#### Extracted data ####

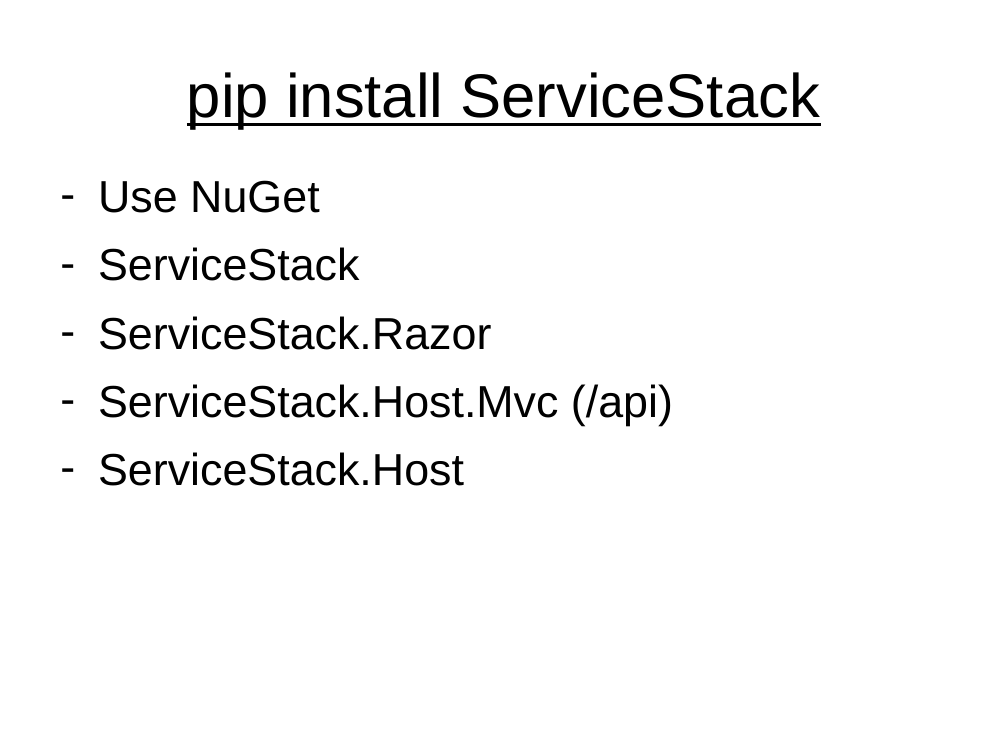
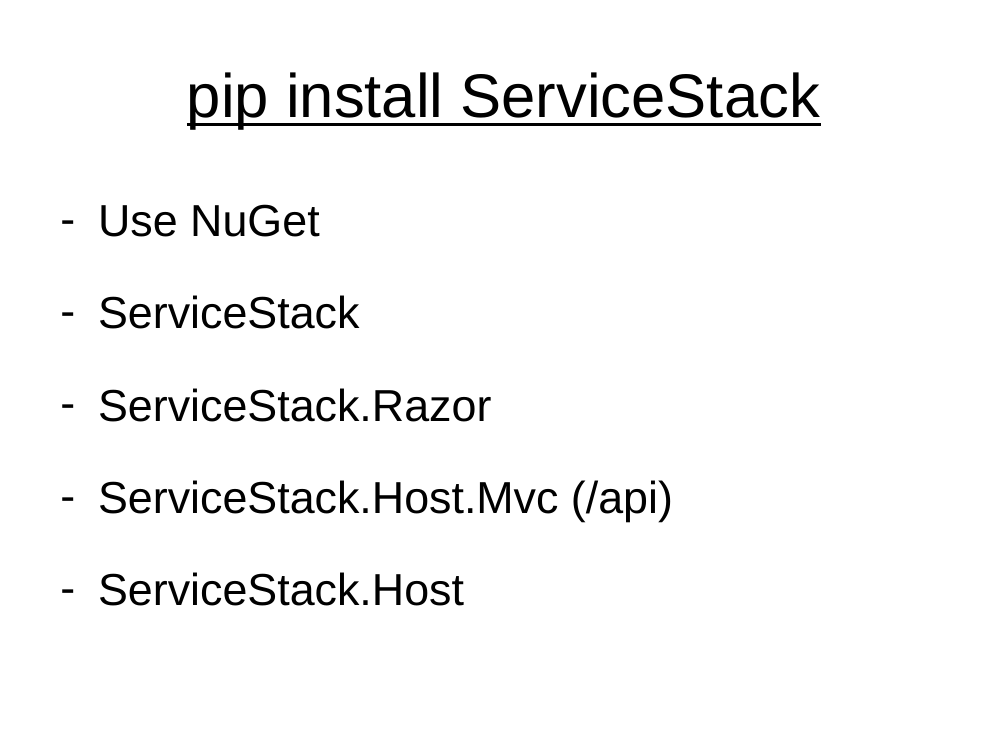
Before and after one commit to paaschpa/ordersDemo, a slide deck: slide 10 of CodeCamp2013.ppt (slide 6 before the commit). Drawn at 1008x756 pixels with LibreOffice and Linux fonts; fonts in the diff are those of the drawing. Boxes give left, top, right and bottom in pixels: in the first picture for what was removed or moved away, otherwise in the second. Text is boxed around its words. In the diff, an @@ line names an element or a change of style, - is before the commit and + after.

```diff
--- a/CodeCamp2013.ppt
+++ b/CodeCamp2013.ppt
@@ text "Use NuGet" at (x1=98, y1=204, x2=673, y2=606): line spacing 0.8 to 1.25 @@
```
Also in this commit, not shown: 5 other slides changed, 6 slides added, 1 slide removed, 1 other file.

####

• **What is needed**
Read the data above and pull out each line that holds the string "slide".

• **Exercise response**
Before and after one commit to paaschpa/ordersDemo, a slide deck: slide 10 of CodeCamp2013.ppt (slide 6 before the commit). Drawn at 1008x756 pixels with LibreOffice and Linux fonts; fonts in the diff are those of the drawing. Boxes give left, top, right and bottom in pixels: in the first picture for what was removed or moved away, otherwise in the second. Text is boxed around its words. In the diff, an @@ line names an element or a change of style, - is before the commit and + after.
Also in this commit, not shown: 5 other slides changed, 6 slides added, 1 slide removed, 1 other file.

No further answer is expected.